#### WHAT YOU NEED TO DO:
What lines in the entries hold the string "return"? List them.

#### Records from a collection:
= Beginning of Section =
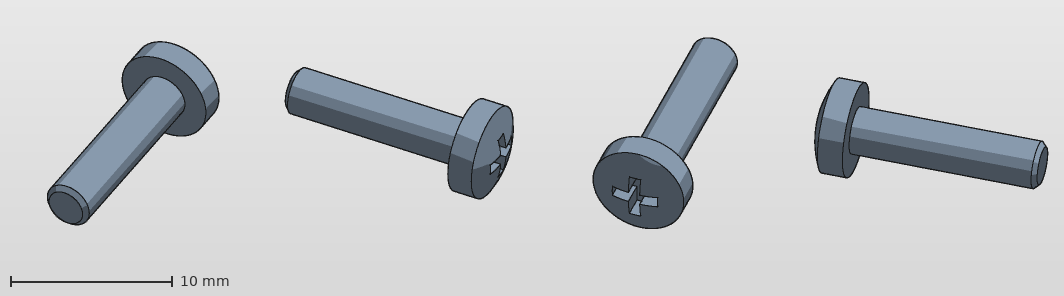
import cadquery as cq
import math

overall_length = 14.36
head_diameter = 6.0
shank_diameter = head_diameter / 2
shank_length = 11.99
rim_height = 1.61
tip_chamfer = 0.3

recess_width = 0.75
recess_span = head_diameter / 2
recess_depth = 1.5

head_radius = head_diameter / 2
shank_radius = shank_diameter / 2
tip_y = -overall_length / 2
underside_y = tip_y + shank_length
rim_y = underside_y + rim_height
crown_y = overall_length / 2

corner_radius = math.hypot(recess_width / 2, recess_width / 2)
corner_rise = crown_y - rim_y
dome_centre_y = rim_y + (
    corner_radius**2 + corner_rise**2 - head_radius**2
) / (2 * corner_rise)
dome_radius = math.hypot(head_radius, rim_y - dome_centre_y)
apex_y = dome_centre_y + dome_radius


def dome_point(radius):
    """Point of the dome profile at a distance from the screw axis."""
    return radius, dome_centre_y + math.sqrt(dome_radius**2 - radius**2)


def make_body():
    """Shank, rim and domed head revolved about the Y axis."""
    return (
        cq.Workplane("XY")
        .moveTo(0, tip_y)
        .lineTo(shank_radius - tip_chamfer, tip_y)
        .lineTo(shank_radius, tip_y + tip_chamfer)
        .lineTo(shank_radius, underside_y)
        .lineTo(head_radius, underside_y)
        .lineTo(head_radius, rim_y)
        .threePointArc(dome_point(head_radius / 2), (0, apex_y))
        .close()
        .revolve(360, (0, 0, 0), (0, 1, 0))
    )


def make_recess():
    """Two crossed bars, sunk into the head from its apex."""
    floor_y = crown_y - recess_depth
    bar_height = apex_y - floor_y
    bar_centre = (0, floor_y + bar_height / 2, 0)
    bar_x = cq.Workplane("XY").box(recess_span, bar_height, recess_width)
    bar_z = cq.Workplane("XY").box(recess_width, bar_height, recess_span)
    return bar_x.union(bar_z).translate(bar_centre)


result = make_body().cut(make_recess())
= End of Section =
#### RESPONSE TO THIS TASK:
    return radius, dome_centre_y + math.sqrt(dome_radius**2 - radius**2)
    return (
    return bar_x.union(bar_z).translate(bar_centre)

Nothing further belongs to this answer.